All lines in the records that carry the string "click" are to be shown.

(Beginning of SOURCE DATA)

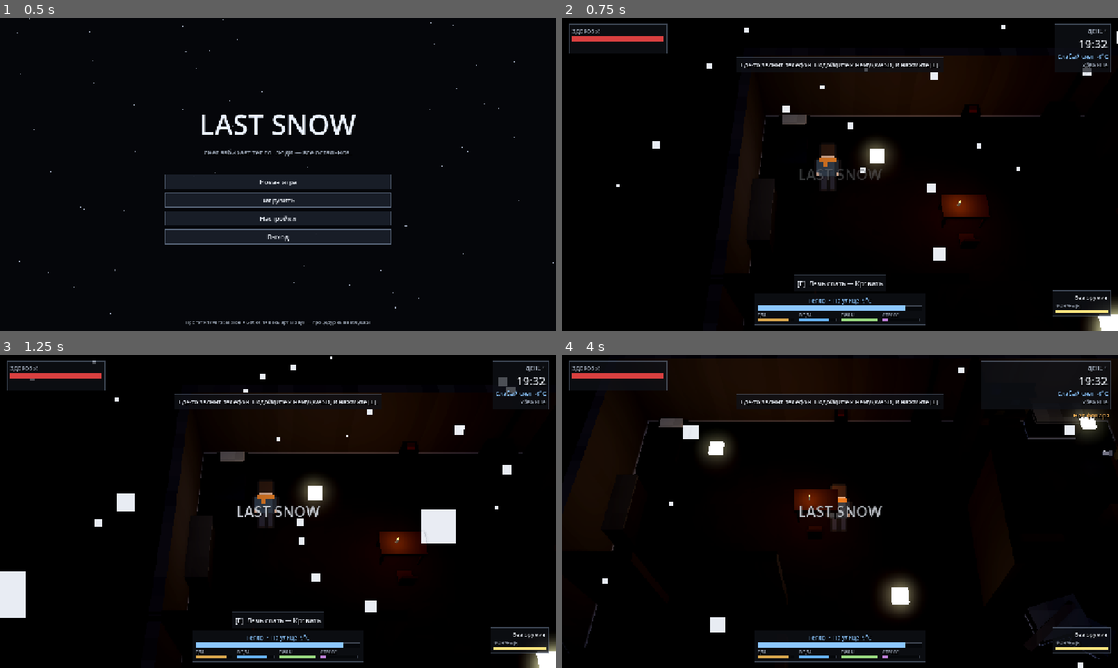
Above: before the commit, frames 1-4 (two rows, left to right).
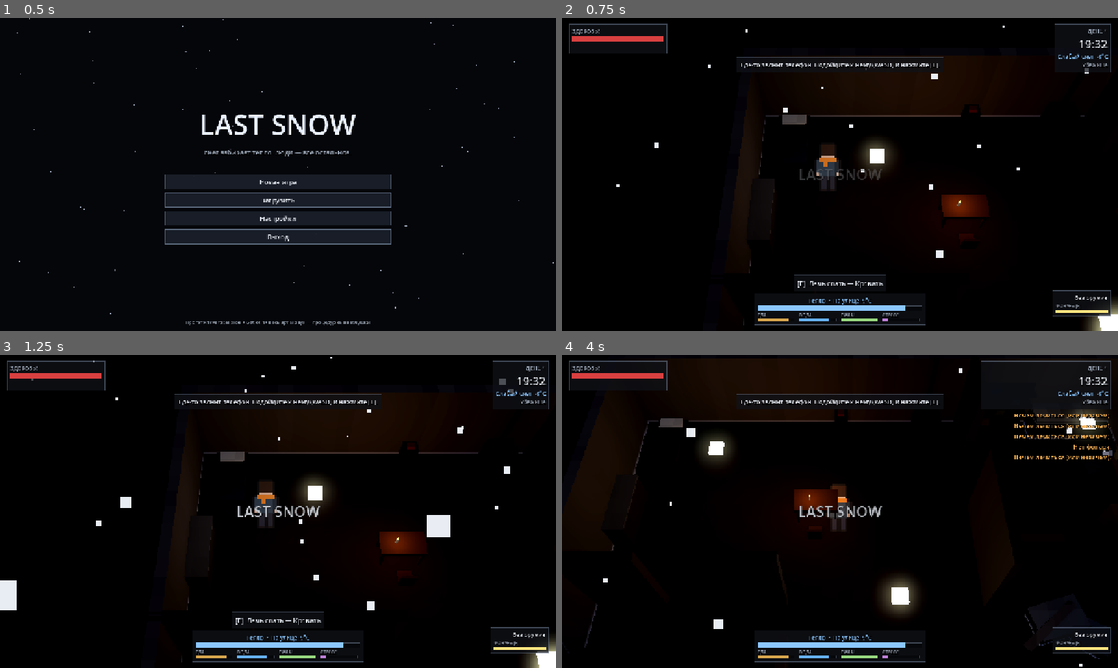
Above: after the commit, the same moments.

Repository: flaithvlogsss-dev/bummagaa
Game: Godot game, scene res://scenes/main/Main.tscn
Same seed, same stepped clock (60 frames per second), same inputs: the game is played once before the commit and once after it.
Inputs (mouse positions are in pixels of both pictures, inside the frame that each line leads up to):
- Up to frame 1 (0.5 s): no input
- Up to frame 2 (0.75 s): click "Новая игра" at 0.5 s
- Up to frame 3 (1.25 s): no input
- Up to frame 4 (4 s): tap Enter at 1.25 s; move the mouse to (962, 495) at 1.27 s; hold D (move_right) 1.28-2.03 s; tap H (heal_quick) at 1.35, 2.3, 3.05, 3.8 s; click (962, 495) at 1.42 s; tap Space at 1.52, 2.27, 3.77 s; move the mouse to (728, 527) at 2.02 s; hold S (move_back) 2.03-2.78 s; right-click (728, 527) at 2.1 s; click (728, 527) at 2.17 s; move the mouse to (895, 442) at 2.77 s; hold D (move_right) 2.78-3.53 s; click (895, 442) at 2.85 s; move the mouse to (812, 574) at 3.52 s; hold W (move_forward) from 3.53 s (still down); tap F (flashlight) at 3.6 s; click (812, 574) at 3.67 s

Frame 1 is identical in both runs. In frame 2, 0.3% of the frame differs, in the area x 16-100%, y 2-78%; in frame 3, 1.2%, in the area x 0-93%, y 0-84%; in frame 4, 0.8%.

Commit message:
README, docs screenshots, quick heal, deterministic mouse aiming, final QA
Co-Authored-By: Claude Opus 5.5 <noreply@anthropic.com>
Claude-Session: https://claude.ai/code/session_016ccU6u55kLybA4WCwzpcuJ

Diff:
--- a/scripts/core/main.gd
+++ b/scripts/core/main.gd
@@ -98,7 +98,10 @@
 	var cam := instance.world_viewport.get_camera_3d()
 	if cam == null:
 		return null
-	var mouse := instance.world_viewport.get_mouse_position()
+	# Map the window mouse position into the low-resolution SubViewport explicitly.
+	var view := instance.world_view
+	var local := view.get_global_transform_with_canvas().affine_inverse() * view.get_viewport().get_mouse_position()
+	var mouse := local / float(maxi(view.stretch_shrink, 1))
 	var origin := cam.project_ray_origin(mouse)
 	var normal := cam.project_ray_normal(mouse)
 	var plane := Plane(Vector3.UP, height)
--- a/scripts/player/player.gd
+++ b/scripts/player/player.gd
@@ -128,6 +128,24 @@
 			sensor.interact(self)
 		if Input.is_action_just_pressed("flashlight"):
 			flashlight.toggle()
+		if Input.is_action_just_pressed("heal_quick"):
+			quick_heal()
+
+
+## [H]: bandage when bleeding or hurt, otherwise medicine when ill.
+func quick_heal() -> void:
+	var s := GameState.stats
+	var id := ""
+	if (s.bleeding > 0.0 or s.health < 70.0) and GameState.inventory.has_item("bandage"):
+		id = "bandage"
+	elif s.illness and GameState.inventory.has_item("medicine"):
+		id = "medicine"
+	if id.is_empty():
+		GameState.notify("Нечем лечиться (или незачем).", "warning")
+		return
+	GameState.inventory.consume(id)
+	AudioManager.play_sfx("rustle")
+	GameState.notify("Использовано: %s" % Data.get_item_name(id), "item")
 
 
 func _footstep_sounds(delta: float, moving: bool, outdoors: bool) -> void:
--- a/scripts/ui/panels/dialogue_panel.gd
+++ b/scripts/ui/panels/dialogue_panel.gd
@@ -35,10 +35,11 @@
 	var row := UIKit.hbox(14)
 	p.add_child(row)
 	_portrait = TextureRect.new()
-	_portrait.custom_minimum_size = Vector2(72, 84)
+	_portrait.custom_minimum_size = Vector2(96, 64)
+	_portrait.size_flags_vertical = Control.SIZE_SHRINK_BEGIN
 	_portrait.texture_filter = CanvasItem.TEXTURE_FILTER_NEAREST
 	_portrait.expand_mode = TextureRect.EXPAND_IGNORE_SIZE
-	_portrait.stretch_mode = TextureRect.STRETCH_KEEP_ASPECT_CENTERED
+	_portrait.stretch_mode = TextureRect.STRETCH_SCALE
 	row.add_child(_portrait)
 	var col := UIKit.vbox(6)
 	col.size_flags_horizontal = Control.SIZE_EXPAND_FILL
--- a/scripts/weather/weather_visuals.gd
+++ b/scripts/weather/weather_visuals.gd
@@ -38,7 +38,7 @@
 	_material.turbulence_noise_scale = 4.0
 	_particles.process_material = _material
 	var q := QuadMesh.new()
-	q.size = Vector2(0.07, 0.07)
+	q.size = Vector2(0.045, 0.045)
 	var m := StandardMaterial3D.new()
 	m.shading_mode = BaseMaterial3D.SHADING_MODE_UNSHADED
 	m.billboard_mode = BaseMaterial3D.BILLBOARD_ENABLED
--- a/tests/unit/test_endings_stealth.gd
+++ b/tests/unit/test_endings_stealth.gd
@@ -124,3 +124,8 @@
 	assert_true(GameState.has_flag("stalker_killed"), "can be killed (not required)")
 	world.queue_free()
 	await tree.process_frame
+
+
+func test_mouse_projection_hits_ground_plane() -> void:
+	# Without a running Main this must fail gracefully (null), never crash.
+	assert_eq(Main.get_mouse_world_point(0.0), null)
--- a/tools/screenshot.gd
+++ b/tools/screenshot.gd
@@ -46,6 +46,11 @@
 		GameState.request_world("stalker_apparition", {})
 	for i in int(_env("SHOT_FRAMES", "90")):
 		await get_tree().process_frame
+	if _env("SHOT_CLOSE_DLG", "0") == "1":
+		while DialogueManager.is_active():
+			DialogueManager._end()
+		for i in 20:
+			await get_tree().process_frame
 	var dlg := _env("SHOT_DIALOGUE", "")
 	if not dlg.is_empty():
 		var parts := dlg.split(":")
Not shown, added: docs/.gdignore
Binary file added: docs/screenshots/blizzard.png
Binary file added: docs/screenshots/shelter_dialogue.png
Binary file added: docs/screenshots/square_night.png
Binary file added: docs/screenshots/street_day.png
Binary file added: docs/screenshots/ui_craft.png
Binary file added: docs/screenshots/ui_debug.png
Binary file added: docs/screenshots/ui_ending.png
Binary file added: docs/screenshots/ui_inv.png
Binary file added: docs/screenshots/ui_journal.png
Binary file added: docs/screenshots/ui_map.png
Binary file added: docs/screenshots/ui_radio.png
(and 2 more such lines)

(End of SOURCE DATA)

RESULT OF THIS EXERCISE =>
- Up to frame 2 (0.75 s): click "Новая игра" at 0.5 s
- Up to frame 4 (4 s): tap Enter at 1.25 s; move the mouse to (962, 495) at 1.27 s; hold D (move_right) 1.28-2.03 s; tap H (heal_quick) at 1.35, 2.3, 3.05, 3.8 s; click (962, 495) at 1.42 s; tap Space at 1.52, 2.27, 3.77 s; move the mouse to (728, 527) at 2.02 s; hold S (move_back) 2.03-2.78 s; right-click (728, 527) at 2.1 s; click (728, 527) at 2.17 s; move the mouse to (895, 442) at 2.77 s; hold D (move_right) 2.78-3.53 s; click (895, 442) at 2.85 s; move the mouse to (812, 574) at 3.52 s; hold W (move_forward) from 3.53 s (still down); tap F (flashlight) at 3.6 s; click (812, 574) at 3.67 s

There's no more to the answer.